# Exterior wall insulation ideas wanted...



## Blackwolf (Feb 27, 2012)

I have a small house that I just bought 24' X 32'. It is a 1951 GI style single story on a crawlspace. It needs new siding to replace the 12" clapboard style hardboard siding that is in really rough shape in some places. It has the 3/4" compressed fiber under sheathing and faced fiberglass insulation in the 2x4 bays. Most of the insulation seems to be falling apart in the walls. 

I am looking for ways to get the best R-value and make the walls airtight yet keep breath-ability. Any suggestions? My thought so far is to hang higher density unfaced batting in the bays then go over them with 1 1/2" polyisocyanimide foam sheathing with reflective facing (facing out) then sheath with 7/16" OSB with the reflective foil/vaporbarrier coating. After that I was going to put on thin fan fold insulation and vinyl siding. The foam panels would be run horizontal and the OSB vertical so that the seams would be as closed to air infiltration as posible. Then the OSB seams would be sealed with reflective tape (maybe the foam too just because).

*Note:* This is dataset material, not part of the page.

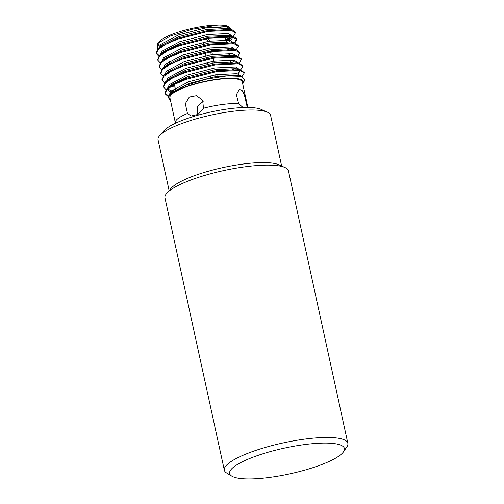 <?xml version="1.0" encoding="UTF-8"?>
<svg xmlns="http://www.w3.org/2000/svg" width="504" height="504" viewBox="0 0 504 504"><rect width="100%" height="100%" fill="white"/><g stroke="black" fill="none" stroke-linecap="round" stroke-linejoin="round"><path stroke-width="0.76" d="M208.24 27.512A29.843 6.678 -12.3 0 1 223.556 29.875M202.967 42.317L203.333 43.993M203.61 45.253L203.792 46.091M205.065 51.944L205.884 55.692M206.527 58.628L206.709 59.466M207.346 62.376L207.711 64.052M207.982 65.312L208.165 66.15M209.444 72.003L209.626 72.834M210.262 75.751L210.792 78.208M209.5 41.139L209.481 41.063C208.864 39.022 207.541 38.027 205.512 38.071L203.805 38.877M210.137 44.05L210.319 44.881M210.956 47.823L211.321 49.499M211.592 50.734L212.417 54.514M213.053 57.425L214.238 62.868M214.509 64.109L214.691 64.947M215.964 70.793L216.147 71.631M216.789 74.573L217.155 76.243M203.194 101.354L197.297 106.646L197.788 114.54M231.802 476.135L226.687 473.036A63.202 14.15 -12.3 0 1 224.343 470.226A63.202 14.15 -12.3 0 1 283.084 442.934A63.202 14.15 -12.3 0 1 347.848 443.293A63.202 14.15 -12.3 0 1 346.891 446.827L343.526 451.773A58.748 13.148 167.7 0 0 284.218 448.157A58.748 13.148 167.7 0 0 231.802 476.135A58.748 13.148 167.7 0 0 313.356 467.51A58.748 13.148 167.7 0 0 343.526 451.773M347.848 443.293L288.464 170.938A63.202 14.15 167.7 0 0 284.949 167.517A63.202 14.15 167.7 0 0 223.7 170.579A63.202 14.15 167.7 0 0 166.729 193.29A63.202 14.15 167.7 0 0 164.959 197.87L224.343 470.226M281.642 166.03L270.585 115.309A57.588 12.89 167.7 0 0 267.385 112.184A57.588 12.89 167.7 0 0 211.573 114.981A57.588 12.89 167.7 0 0 159.673 135.671A57.588 12.89 167.7 0 0 158.061 139.841L169.117 190.562M166.729 193.29L171.133 188.257A57.588 12.89 -12.3 0 1 223.039 167.561A57.588 12.89 -12.3 0 1 278.851 164.77L284.949 167.517M159.673 135.671L164.077 130.637A51.969 11.636 -12.3 0 1 210.918 111.964A51.969 11.636 -12.3 0 1 261.28 109.444L267.385 112.184M187.463 113.476L185.327 103.692L189.29 97.039L196.554 95.653L202.696 100.34L203.452 108.24L197.946 114.452L191.054 115.996L187.463 113.476A37.044 8.291 -12.3 0 0 175.348 122.724L175.442 123.26M175.348 122.724L169.905 97.776A37.044 8.291 -12.3 0 1 182.02 88.521A37.044 8.291 -12.3 0 1 220.135 79.166A37.044 8.291 -12.3 0 1 242.298 81.995L247.741 106.942A37.044 8.291 -12.3 0 0 246.866 105.645L247.187 107.459M243.073 107.541L238.625 103.603L236.37 94.702L239.337 89.416L242.033 90.367L244.27 94.487L246.866 105.645M170.358 99.836A38.222 8.555 167.7 0 1 169.533 99.263A38.222 8.555 167.7 0 1 200.346 82.429A38.222 8.555 167.7 0 1 243.312 81.327L242.644 83.576M166.408 51.383A40.9 9.154 167.7 0 1 165.211 51.332L166.333 51.427M225.88 40.509L231.683 37.523M233.522 36.206L235.526 32.836L231.223 30.366L208.026 31.405L177.698 39.148L165.577 44.358L158.105 49.537L156.334 53.607L158.71 56.152M166.352 57.992L167.788 58.111M234.751 43.079L236.981 39.52L232.684 37.057L209.488 38.096L179.153 45.833L167.032 51.049L159.56 56.221L157.79 60.291L160.165 62.843M167.177 64.606L169.249 64.802M228.797 53.884L230.145 53.273M236.212 49.764L238.442 46.21L234.139 43.741L210.943 44.78L180.608 52.517L168.487 57.733L161.022 62.912L159.251 66.982L162.263 69.829M169.268 71.36L170.705 71.486M237.667 56.448L239.898 52.895L235.601 50.431L212.404 51.471L182.07 59.207L169.949 64.424L162.477 69.596L160.707 73.666L163.082 76.217M170.724 78.051L172.166 78.17M239.129 63.139L241.359 59.585L237.056 57.116L213.86 58.155L183.525 65.892L171.404 71.108L163.932 76.287L162.168 80.356L164.537 82.902M171.549 84.666L174.478 84.918M239.835 70.447L240.881 69.577L242.815 66.27L238.512 63.8L215.315 64.846L184.987 72.582L172.866 77.799L165.394 82.971L163.624 87.041L165.999 89.586M171.045 91.079L173.011 91.356M242.033 76.52L244.276 72.96L239.973 70.491L216.777 71.53L186.442 79.267L174.321 84.483L166.849 89.655L165.079 93.731L168.374 96.692M225.697 39.671L231.941 36.401M235.381 32.432L232.136 29.78L231.04 29.534L207.843 30.574L177.515 38.31L159.258 47.47L157.922 48.699L156.152 52.769L159.163 55.616M167.605 57.28L168.462 57.33M232.728 43.52L233.396 43.086M233.793 42.815L234.864 41.996L236.804 38.688L233.591 36.471L232.502 36.219L209.305 37.258L178.97 44.995L160.713 54.155L159.377 55.39L157.733 59.869M165.955 63.636L168.153 63.888M169.067 63.964L169.924 64.021M234.184 50.205L234.851 49.776M238.291 45.807L238.26 45.373L235.053 43.155L233.957 42.909L210.76 43.949L180.432 51.685L162.175 60.845L160.839 62.074L159.195 66.553M170.522 70.648L171.379 70.705M235.645 56.889L236.313 56.461M239.753 52.492L236.508 49.846L235.418 49.594L212.222 50.633L181.887 58.37L163.63 67.53L162.294 68.764L160.65 73.244M171.984 77.339L172.841 77.395M237.101 63.58L237.768 63.151M241.208 59.176L237.97 56.53L236.874 56.278L213.677 57.317L183.343 65.06L165.091 74.22L163.75 75.449L162.112 79.928M172.532 83.954L174.296 84.08M238.556 70.264L239.23 69.835M242.67 65.867L239.425 63.22L238.335 62.968L215.139 64.008L184.804 71.744L166.547 80.905L165.211 82.133L163.567 86.612M171.788 90.386L173.987 90.638M244.125 72.551L240.887 69.905L239.791 69.653L216.594 70.692L186.259 78.429L168.002 87.595L166.667 88.824L164.903 92.893L168.569 95.999M243.312 81.327L243.451 82.751L242.695 83.809M243.451 82.751L244.673 79.96L241.466 76.356L227.184 75.852L206.111 79.21L185.1 85.522L171.19 92.849L168.468 96.289L169.533 99.263M161.545 46.746A37.063 8.297 -12.3 0 1 160.713 46.462M159.541 45.895A37.063 8.297 -12.3 0 1 158.754 42.254M157.305 49.398L157.324 43.508L159.661 41.17A37.063 8.297 -12.3 0 1 192.673 28.274A37.063 8.297 -12.3 0 1 228.054 26.258L228.873 26.561L231.097 29.503M230.523 29.749A37.063 8.297 -12.3 0 1 230.303 30.215M157.324 43.508L170.528 35.967L192.194 29.257L214.439 25.71L228.873 26.561M230.599 30.259L230.731 29.944M230.895 29.453L226.92 26.851L205.89 27.871L178.397 34.971L160.644 44.472L159.125 48.573M164.342 51.629L165.532 51.874M226.082 41.429L230.492 38.714L232.193 36.628M232.357 36.137L228.375 33.541L207.352 34.562L179.852 41.656L162.099 51.162L160.448 54.382M163.706 57.689L165.362 58.206M165.803 58.313L166.988 58.559M233.516 43.634L233.648 43.312M233.812 42.821L229.837 40.226L208.807 41.246L181.314 48.346L163.561 57.847L161.904 61.072M166.597 64.833L168.449 65.249M228.999 54.804L231.525 53.411M234.971 50.318L235.11 50.003M235.273 49.512L231.292 46.916L210.269 47.937L182.769 55.03L165.016 64.531L163.523 68.613M168.72 71.688L169.905 71.933M230.454 61.488L232.987 60.096M236.426 57.002L236.565 56.687M236.672 56.183L232.747 53.6L211.724 54.621L184.231 61.715L166.471 71.221L164.821 74.447M170.176 78.378L171.366 78.624M237.888 63.693L238.027 63.378M238.127 62.868L234.209 60.285L213.186 61.312L185.686 68.405L167.933 77.906L166.333 81.635M171.637 85.063L174.623 85.579M239.343 70.377L239.482 70.062M239.646 69.571L235.664 66.975L214.641 67.996L187.148 75.09L169.388 84.596L167.738 87.816M168.122 89.126L172.651 91.64M241.101 76.261L237.126 73.66L216.096 74.68L188.603 81.78L170.85 91.281L169.224 94.853M224.986 36.414L226.321 35.715M231.027 30.328L227.285 28.526L206.256 29.547L178.762 36.641L162.282 44.963L159.258 47.47M160.978 46.173L159.604 48.17M162.672 52.7L163.636 53.021M226.447 43.098L227.783 42.405M228.974 41.706L230.87 40.37L232.634 37.409L229.799 35.45L207.717 36.231L180.218 43.325L163.743 51.647L160.713 54.155M162.439 52.857L161.06 54.86M164.128 59.384L165.091 59.705M227.903 49.789L229.238 49.09M233.944 43.703L232.817 42.72M235.053 43.155L230.196 41.901L209.173 42.922L181.679 50.016L165.199 58.338L162.175 60.845M163.894 59.548L162.521 61.545M164.241 65.457L165.457 66.024M165.589 66.074L166.553 66.389M229.364 56.473L230.7 55.78M235.399 50.394L234.272 49.405M236.508 49.846L231.657 48.586L210.634 49.606L183.135 56.7L166.66 65.022L163.63 67.53M165.356 66.232L163.976 68.235M167.044 72.759L168.008 73.08M230.819 63.164L233.352 61.771M236.861 57.078L235.733 56.089M237.97 56.53L233.113 55.27L212.089 56.29L184.596 63.391L168.116 71.713L165.091 74.22M166.811 72.922L165.438 74.92M168.506 79.449L169.47 79.764M232.275 69.848L233.61 69.149M238.316 63.769L237.189 62.78M239.425 63.22L234.574 61.96L213.545 62.981L186.052 70.075L169.571 78.397L166.547 80.905M168.267 79.607L166.893 81.604M169.961 86.134L174.989 87.255M238.077 73.874L239.923 70.844M239.772 70.453L238.65 69.464M240.887 69.905L236.029 68.645L215.006 69.665L187.507 76.766L171.032 85.088L169.754 86.266L168.16 89.989L171.284 92.767M239.784 75.997L237.491 75.335L216.462 76.356L188.969 83.45L171.87 92.308M208.278 41.334A3.541 3.232 46.8 0 0 204.46 39.06M203.452 108.24A37.044 8.291 -12.3 0 1 238.625 103.603M210.275 44.68A3.541 0.794 167.7 0 0 209.639 44.995M208.984 44.239L209.166 45.076M210.439 50.929L211.264 54.697M211.901 57.614L212.077 58.451M212.719 61.387L213.085 63.057M213.356 64.304L213.538 65.136M214.811 70.988L214.994 71.826M215.636 74.756L216.002 76.432M233.528 75.575L233.383 74.926M232.312 69.999L232.13 69.161M230.851 63.309L230.668 62.477M229.396 56.624L229.213 55.786M229.011 54.867L228.646 53.197M227.934 49.934L227.751 49.102M226.479 43.25L226.296 42.412M225.729 39.822L224.834 35.727M175.512 89.636L174.05 82.952M172.922 77.767L172.74 76.929M171.461 71.077L171.278 70.245M170.006 64.392L169.312 61.217M168.544 57.708L168.361 56.87M167.089 51.017L166.906 50.18M165.627 44.333L165.451 43.495M247.874 107.465L247.741 106.942M156.152 52.769L156.334 53.607M157.607 59.459L157.79 60.291M159.069 66.144L159.251 66.982M160.524 72.828L160.707 73.666M161.986 79.519L162.168 80.35M163.441 86.203L163.624 87.041M164.896 92.893L165.079 93.725M235.343 31.998L235.526 32.836M236.804 38.688L236.981 39.52M238.26 45.373L238.442 46.21M239.715 52.063L239.898 52.895M241.177 58.748L241.359 59.585M242.632 65.438L242.815 66.27M244.094 72.122L244.276 72.96M163.498 68.632L163.422 68.26M236.729 56.196L236.641 55.799M238.184 62.887L238.102 62.483M241.466 76.356L238.549 75.575M171.19 92.849L172.488 91.772M232.136 29.78L228.344 28.766M233.591 36.471L229.799 35.45M168.002 87.595L171.032 85.088M209.135 44.213A3.541 3.541 0 0 0 209.091 44.73"/></g></svg>

Any better ideas? Problems with this set up? I thought about spray in foam but I want to be able to get into the bays at some later point from inside to do electrical and other systems upgrades when I redo the drywall. 

Also, the sills are directly on the open ends of the cinder block foundation and have gotten soft as have some of the joist ends and rim joists and plates. Everything above the floor is good, under that it becomes an issue due to the lack of proper drainage from the previous owners. I am trying to figure out how to jack up the exterior walls to replace the sill plates and add some sort of barrier between the block and wood. Then I want to waterproof the outside of the foundation and put in a drainage channel around it. 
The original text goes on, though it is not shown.